None of the people with physical access are individually responsible, and they should have a deep bench of advice and context to draw from.
I'm not an IT Operations guy, but as a dev I always thought it was exciting when the IT guys had in their shoulders the destiny of the firm. I must be exciting.
Most teams that handle incidents have well documented incident plans and playbooks. When something major happens you are mostly executing the plan (which has been designed and tested). There are always gotchas that require additional attention / hands but the general direction is usually clear.
> Well-managed companies blame processes rather than people
I feel like this just obfuscates the fact that individuals are ultimately responsible, and allows subpar employees to continue existing at an organization when their position could be filled by a more qualified employee. (Not talking about this Facebook incident in particular, but as a generalisation: not attributing individual fault allows faulty employees to thrive at the expense of more qualified ones).
> this just obfuscates the fact that individuals are ultimately responsible
in critical systems, you design for failure. if your organizational plan for personnel failure is that no one ever makes a mistake, that's a bad organization that will forever have problems.
this goes by many names, like the swiss cheese model[0]. its not that workers get to be irresponsible, but that individuals are responsible only for themselves, and the organization is the one responsible for itself.
This isn't what I'm saying, though. The thought I'm trying to express is that if no individual accountability is done, it allows employees who are not as good at their job (read: sloppy) to continue to exist in positions which could be better occupied by employees who are better at their job (read: more diligent).
The difference between having someone who always triple-checks every parameter they input, versus someone who never double-checks and just wings it. Sure, the person who triple-checks will make mistakes, but less than the other person. This is the issue I'm trying to get at.
If someone is sloppy and not willing to change he should be shown the door, but not because he caused outage but because he is sloppy.
People who operate systems under fear tend to do stupid things like covering up innocent actions (deleting logs), keep information instead of sharing it etc. Very few can operate complex systems for long time without doing mistake. Organization where the spirit is "oh, outage, someone is going to pay for that" wiil never be attractive to good people, will have hard time adapting to changes and to adopt new tech.
> The difference between having someone who always triple-checks every parameter they input, versus someone who never double-checks and just wings it. Sure, the person who triple-checks will make mistakes, but less than the other person. This is the issue I'm trying to get at.
If you rely on someone triple-checking, you should improve your processes. You need better automation/rollback/automated testing to catch things. Eventually only intentional failure should be the issue (or you'll discover interesting new patterns that should be protected against)
If there is an incident because an employee was sloppy, the fault lies with the hiring process, the evaluation process for this employee, or with the process that put four eyes on each implementation. The employee fucked up, they should be removed if they are not up to standards, but putting the blame on them does not prevent the same thing from happening in the future.
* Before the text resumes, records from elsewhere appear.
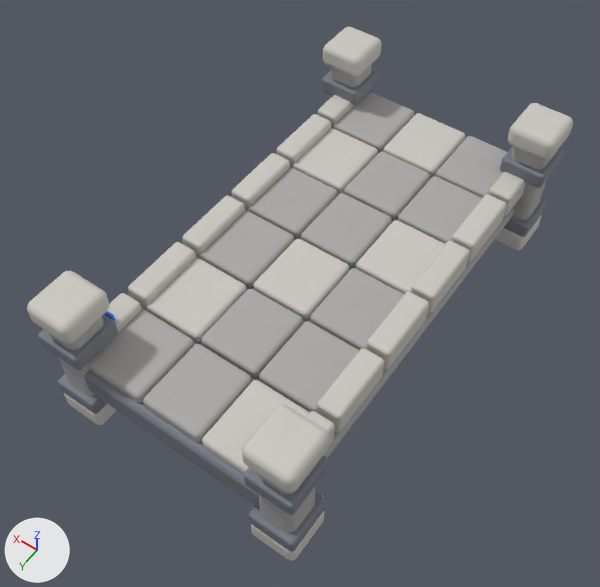
Two versions of the glTF model assets/bridges/stone_bridge/export/stone-bridge.glb, one commit apart.
The view is the same before and after, from a camera (50 mm lens) standing at (-3.43, 5.27, 7.21) and looking at (0.05, 0.41, -0.44). The lights are fixed; the arrows at lower left show +X, +Y and +Z. The first picture is the older version. Where no turn or scale is listed for an object, it has been applied to the vertices. Vertices at exactly the same position are counted once.

In view in the first picture: 'individual rounded stone road slab', 'individual rounded stone road slab.002', 'thick stone deck substrate' and 1 more.
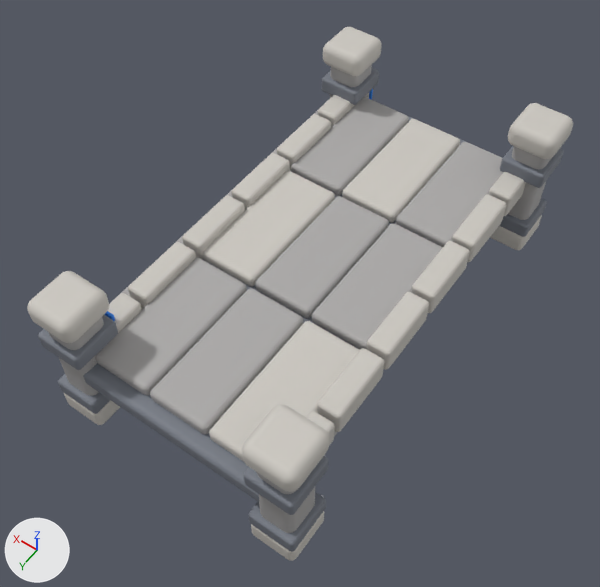
Where the newer file only moved an object's origin or applied its transform, the numbers keep the older frame.

Boxes [x1, y1, x2, y2] around the edits, measured in the pictures (600 x 587 px; the box of a moved part takes in the faces that stretch with it):
'individual rounded stone road slab', reshaped
    before: [48, 64, 555, 533]
    after: [48, 65, 552, 533]
part 1 of me_cube_001, rebuilt (50% wider, 68% taller)
    before: [436, 136, 507, 198]
    after: [396, 142, 503, 247]
part 2 of me_cube_001, rebuilt (mostly hidden)
    before: [324, 208, 514, 458]
    after: [334, 223, 501, 437]
part 3 of me_cube_001, rebuilt (43% wider, 47% taller)
    before: [88, 310, 194, 403]
    after: [95, 258, 247, 395]
part 4 of me_cube_001, rebuilt (38% wider, 54% taller)
    before: [310, 268, 405, 350]
    after: [312, 223, 443, 350]
part 5 of me_cube_001, rebuilt (not visible before)
    after: [120, 106, 322, 296]
part 6 of me_cube_001, rebuilt (48% wider, 62% taller)
    before: [301, 193, 391, 268]
    after: [255, 196, 389, 318]
part 7 of me_cube_001, deleted
    before: [344, 151, 430, 221]
part 8 of me_cube_001, deleted
    before: [259, 321, 360, 412]
part 9 of me_cube_001, deleted
    before: [200, 211, 294, 288]
part 10 of me_cube_001, moved or reshaped
    before: [248, 92, 414, 322]
    after: [249, 97, 409, 321]
part 11 of me_cube_001, moved or reshaped
    before: [201, 290, 302, 378]
    after: [150, 289, 302, 434]
part 12 of me_cube_003, rebuilt (43% wider, 59% taller)
    before: [383, 113, 465, 178]
    after: [342, 119, 460, 223]
part 13 of me_cube_003, rebuilt (39% wider, 48% taller)
    before: [202, 380, 310, 474]
    after: [209, 321, 360, 461]
part 14 of me_cube_003, added
    after: [202, 170, 335, 286]
part 15 of me_cube_003, deleted
    before: [356, 220, 445, 294]
part 16 of me_cube_003, deleted
    before: [293, 128, 378, 194]
part 17 of me_cube_003, deleted
    before: [253, 239, 349, 320]
part 18 of me_cube_003, deleted
    before: [147, 258, 247, 343]

Diff of the bpy script that builds the scene:
```diff
--- a/assets/bridges/stone_bridge/export/stone-bridge.glb.py
+++ b/assets/bridges/stone_bridge/export/stone-bridge.glb.py
@@ me_cube_001 @@
-me_cube_001.from_pydata(...)  # 4208 vertices, 8344 faces; spans x -0.78..2.31, y -0.5..5.08, z -1.0..0.66
+me_cube_001.from_pydata(...)  # 2832 vertices, 5616 faces; spans x -0.78..2.35, y -0.5..5.08, z -1.0..0.66
+# me_cube_001 part 1: the loose piece of 216 vertices spanning x -0.38..0.38, y -0.44..0.44, z -0.09..0.09 is rebuilt with 216 vertices and now spans x -0.38..0.38, y -0.31..1.38, z -0.09..0.09
+# me_cube_001 part 2: the loose piece of 216 vertices spanning x -0.59..-0.39, y -0.17..4.75, z -0.56..-0.38 is rebuilt with 176 vertices and now spans x -0.49..-0.17, y -0.32..4.9, z -0.76..-0.07
+# me_cube_001 part 3: the loose piece of 216 vertices spanning x 1.16..1.91, y 4.11..4.99, z -0.09..0.09 is rebuilt with 216 vertices and now spans x 1.16..1.91, y 3.19..4.89, z -0.09..0.09
+# me_cube_001 part 4: the loose piece of 216 vertices spanning x -0.38..0.38, y 2.29..3.17, z -0.09..0.09 is rebuilt with 216 vertices and now spans x -0.38..0.38, y 1.44..3.13, z -0.09..0.09
+# me_cube_001 part 5: the loose piece of 216 vertices spanning x 1.93..2.13, y -0.17..4.75, z -0.56..-0.38 is rebuilt with 176 vertices and now spans x 2.03..2.35, y -0.32..4.9, z -0.76..-0.07
+# me_cube_001 part 6: the loose piece of 216 vertices spanning x 0.39..1.14, y 1.38..2.26, z -0.09..0.09 is rebuilt with 216 vertices and now spans x 0.39..1.14, y 1.44..3.13, z -0.09..0.09
+# me_cube_001 part 7: the loose piece of 216 vertices spanning x 0.39..1.14, y 0.47..1.35, z -0.09..0.09 is deleted
+# me_cube_001 part 8: the loose piece of 216 vertices spanning x -0.38..0.38, y 3.2..4.08, z -0.09..0.09 is deleted
+# me_cube_001 part 9: the loose piece of 216 vertices spanning x 1.16..1.91, y 2.29..3.17, z -0.09..0.09 is deleted
+# me_cube_001 part 10: 76 vertices moved from x 0.41..1.91, y 1.39..3.23, z -0.09..0.09 to x 0.41..1.91, y 1.33..3.23, z -0.09..0.09; 364 vertices removed from x 0.41..1.91, y -0.44..3.24, z -0.09..0.09; 148 vertices added at x 0.41..1.91, y -0.31..3.22, z -0.09..0.09
+# me_cube_001 part 11: 108 vertices moved from x 0.39..1.14, y 4.02..4.08, z -0.09..0.09 to x 0.39..1.14, y 4.83..4.89, z -0.09..0.09
+# other edits to the shape of me_cube_001 do not show in these pictures
 me_cube_001.materials.append(mat_stone)
@@ me_cube_003 @@
-me_cube_003.from_pydata(...)  # 5936 vertices, 11768 faces; spans x -0.85..2.39, y -2.39..3.33, z -1.04..0.87
+me_cube_003.from_pydata(...)  # 5288 vertices, 10484 faces; spans x -0.86..2.4, y -2.39..3.33, z -1.04..0.88
+# me_cube_003 part 12: the loose piece of 216 vertices spanning x 0.39..1.14, y -2.26..-1.38, z -0.09..0.09 is rebuilt with 216 vertices and now spans x 0.39..1.14, y -2.13..-0.43, z -0.09..0.09
+# me_cube_003 part 13: the loose piece of 216 vertices spanning x -0.38..0.38, y 2.29..3.17, z -0.09..0.09 is rebuilt with 216 vertices and now spans x -0.38..0.38, y 1.38..3.07, z -0.09..0.09
+# me_cube_003 part 14: a new loose piece of 216 vertices spanning x 1.16..1.91, y -0.38..1.32, z -0.09..0.09, in mat_stone_light (light grey #ccc8c1)
+# me_cube_003 part 15: the loose piece of 216 vertices spanning x -0.38..0.38, y -0.44..0.44, z -0.09..0.09 is deleted
+# me_cube_003 part 16: the loose piece of 216 vertices spanning x 1.16..1.91, y -1.35..-0.47, z -0.09..0.09 is deleted
+# me_cube_003 part 17: the loose piece of 216 vertices spanning x 0.39..1.14, y 0.47..1.35, z -0.09..0.09 is deleted
+# me_cube_003 part 18: the loose piece of 216 vertices spanning x 1.16..1.91, y 1.38..2.26, z -0.09..0.09 is deleted
+# other edits to the shape of me_cube_003 do not show in these pictures
 me_cube_003.materials.append(mat_stone_light)
```

If you'd think about it, it isn't very useful to find a person who is responsible. Suppose someone cause outage or harm, due to neglect or even bad intentions, either the system will be setup in a way that the person couldn't cause the outage or that in time it will be down. To build truly resilient system, especially on global scale, there should never be an option for a single person to bring down the whole system.
I don't think the comment you're replying to applies to your concern about subpar employees.
We blame processes instead of people because people are fallible. We've spent millenia trying to correct people, and it rarely works to a sufficient level. It's better to create a process that makes it harder for humans to screw up.
Yes, absolutely, people make mistakes. But the thought I was trying to convey is that some people make a lot more mistakes than others, and by not attributing individual fault these people are allowed to thrive at the cost of having less error-prone people in their position. For example, someone who triple-checks every parameter that they input, versus someone who has a habit of just skimming or not checking at all. Yes the triple-checker will make mistakes too, but way less than the person who puts less effort in.
But that has nothing to do with blaming processes vs people.
If the process in place means that someone has to triple check their numbers to make sure they’re correct, then it’s a broken process. Because even that person who triple checks is one time going to be woken up at 2:30am and won’t triple check because they want sleep.
If the process lets you do something, then someone at some point in time, whether accidentally or maliciously, will cause that to happen. You can discipline that person, and they certainly won’t make the same mistake again, but what about their other 10 coworkers? Or the people on the 5 sister teams with similar access who didn’t even know the full details of what happened?
If you blame the process and make improvements to ensure that triple checking isn’t required, then nobody will get into the situation in the first place.
Yeah, I've heard this view a hundred times on Twitter, and I wish it were true.
But sadly, there is no company which doesn't rely, at least at one point or another, on a human being typing an arbitrary command or value into a box.
You're really coming up against P=NP here. If you can build a system which can auto-validate or auto-generate everything, then that system doesn't really need humans to run at all. We just haven't reached that point yet.
Edit: Sorry, I just realised my wording might imply that P does actually equal NP. I have not in fact made that discovery. I meant it loosely to refer to the problem, and to suggest that auto-validating these things is at least not much harder than auto-executing them.
I don’t think anyone ever claimed the process itself is perfect. If it were, we obviously would never have any issues.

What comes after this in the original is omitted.